▶ PROBLEM
The listing below holds a line with "after: [218, 145, 268, 246]" and a later line with "before: [166, 114, 330, 157]". Write out those two lines and every line between them, exactly, and nothing else.

▶ RECORDS TO USE
———
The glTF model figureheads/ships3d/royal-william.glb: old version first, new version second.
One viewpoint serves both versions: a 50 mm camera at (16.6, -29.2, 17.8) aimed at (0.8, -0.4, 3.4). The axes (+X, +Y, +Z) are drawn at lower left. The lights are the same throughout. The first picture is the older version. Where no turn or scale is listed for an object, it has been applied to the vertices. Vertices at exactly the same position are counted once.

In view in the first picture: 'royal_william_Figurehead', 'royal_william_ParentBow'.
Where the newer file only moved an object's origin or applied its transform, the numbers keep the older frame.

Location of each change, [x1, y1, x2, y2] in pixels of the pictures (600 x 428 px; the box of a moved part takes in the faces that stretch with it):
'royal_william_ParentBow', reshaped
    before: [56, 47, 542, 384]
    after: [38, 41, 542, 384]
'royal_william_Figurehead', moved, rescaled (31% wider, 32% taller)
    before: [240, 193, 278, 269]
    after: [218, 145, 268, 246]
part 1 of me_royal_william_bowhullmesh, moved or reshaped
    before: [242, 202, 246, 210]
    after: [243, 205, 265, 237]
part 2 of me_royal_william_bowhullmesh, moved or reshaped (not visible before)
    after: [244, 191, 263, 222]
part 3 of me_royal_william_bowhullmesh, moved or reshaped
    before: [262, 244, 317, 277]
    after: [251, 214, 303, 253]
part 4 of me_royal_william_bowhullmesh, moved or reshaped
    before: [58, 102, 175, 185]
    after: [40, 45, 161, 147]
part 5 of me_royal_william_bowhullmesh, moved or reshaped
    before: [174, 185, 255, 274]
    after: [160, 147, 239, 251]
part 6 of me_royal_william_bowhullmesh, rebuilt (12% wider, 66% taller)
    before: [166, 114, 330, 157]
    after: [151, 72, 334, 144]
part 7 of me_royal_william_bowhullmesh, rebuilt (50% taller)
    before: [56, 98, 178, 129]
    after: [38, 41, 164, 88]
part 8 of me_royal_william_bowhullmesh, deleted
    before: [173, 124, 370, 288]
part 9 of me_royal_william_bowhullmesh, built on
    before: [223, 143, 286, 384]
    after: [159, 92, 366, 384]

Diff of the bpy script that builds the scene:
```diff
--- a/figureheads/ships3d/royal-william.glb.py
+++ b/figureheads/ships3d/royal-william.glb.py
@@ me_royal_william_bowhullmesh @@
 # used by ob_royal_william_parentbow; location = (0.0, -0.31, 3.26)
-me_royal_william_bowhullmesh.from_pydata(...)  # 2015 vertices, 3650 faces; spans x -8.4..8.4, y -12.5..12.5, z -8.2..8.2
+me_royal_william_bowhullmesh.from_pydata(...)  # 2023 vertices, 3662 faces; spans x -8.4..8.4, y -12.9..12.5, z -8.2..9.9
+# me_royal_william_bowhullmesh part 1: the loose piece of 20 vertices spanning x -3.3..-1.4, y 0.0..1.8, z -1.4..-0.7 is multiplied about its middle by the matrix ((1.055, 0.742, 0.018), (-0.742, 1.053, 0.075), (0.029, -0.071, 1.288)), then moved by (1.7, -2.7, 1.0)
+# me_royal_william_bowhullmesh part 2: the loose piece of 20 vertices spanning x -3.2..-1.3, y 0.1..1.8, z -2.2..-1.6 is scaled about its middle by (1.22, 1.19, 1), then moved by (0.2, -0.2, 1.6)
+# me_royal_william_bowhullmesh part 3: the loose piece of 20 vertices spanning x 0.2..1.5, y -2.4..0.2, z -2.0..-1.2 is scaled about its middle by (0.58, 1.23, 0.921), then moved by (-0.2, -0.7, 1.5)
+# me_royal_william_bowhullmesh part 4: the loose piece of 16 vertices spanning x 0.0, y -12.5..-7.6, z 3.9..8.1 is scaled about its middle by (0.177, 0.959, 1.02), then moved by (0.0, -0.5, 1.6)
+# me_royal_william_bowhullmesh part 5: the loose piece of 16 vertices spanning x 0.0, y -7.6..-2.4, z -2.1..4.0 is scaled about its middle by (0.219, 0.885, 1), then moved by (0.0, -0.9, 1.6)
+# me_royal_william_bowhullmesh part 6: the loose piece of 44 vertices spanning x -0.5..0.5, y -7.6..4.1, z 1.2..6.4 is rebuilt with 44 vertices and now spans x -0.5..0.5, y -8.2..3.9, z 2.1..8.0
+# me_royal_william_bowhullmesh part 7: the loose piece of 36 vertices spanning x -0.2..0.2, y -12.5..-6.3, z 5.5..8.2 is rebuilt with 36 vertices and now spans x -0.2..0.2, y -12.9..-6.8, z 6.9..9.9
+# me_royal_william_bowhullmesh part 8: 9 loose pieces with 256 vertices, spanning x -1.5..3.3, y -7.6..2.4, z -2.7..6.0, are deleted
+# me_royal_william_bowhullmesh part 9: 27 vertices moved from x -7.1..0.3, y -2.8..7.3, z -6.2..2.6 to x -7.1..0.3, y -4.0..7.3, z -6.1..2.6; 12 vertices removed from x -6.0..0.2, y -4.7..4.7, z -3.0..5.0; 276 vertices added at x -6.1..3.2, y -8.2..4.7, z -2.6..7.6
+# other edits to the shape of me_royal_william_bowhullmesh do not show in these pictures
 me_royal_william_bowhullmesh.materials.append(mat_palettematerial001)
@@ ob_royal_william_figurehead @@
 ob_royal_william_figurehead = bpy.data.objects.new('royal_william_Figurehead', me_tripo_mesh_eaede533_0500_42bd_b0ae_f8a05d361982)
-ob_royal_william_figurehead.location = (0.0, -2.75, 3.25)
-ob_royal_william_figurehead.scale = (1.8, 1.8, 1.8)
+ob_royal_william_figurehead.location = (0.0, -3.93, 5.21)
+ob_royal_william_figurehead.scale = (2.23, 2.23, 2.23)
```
———
▶ SOLUTION TO THIS TASK
    after: [218, 145, 268, 246]
part 1 of me_royal_william_bowhullmesh, moved or reshaped
    before: [242, 202, 246, 210]
    after: [243, 205, 265, 237]
part 2 of me_royal_william_bowhullmesh, moved or reshaped (not visible before)
    after: [244, 191, 263, 222]
part 3 of me_royal_william_bowhullmesh, moved or reshaped
    before: [262, 244, 317, 277]
    after: [251, 214, 303, 253]
part 4 of me_royal_william_bowhullmesh, moved or reshaped
    before: [58, 102, 175, 185]
    after: [40, 45, 161, 147]
part 5 of me_royal_william_bowhullmesh, moved or reshaped
    before: [174, 185, 255, 274]
    after: [160, 147, 239, 251]
part 6 of me_royal_william_bowhullmesh, rebuilt (12% wider, 66% taller)
    before: [166, 114, 330, 157]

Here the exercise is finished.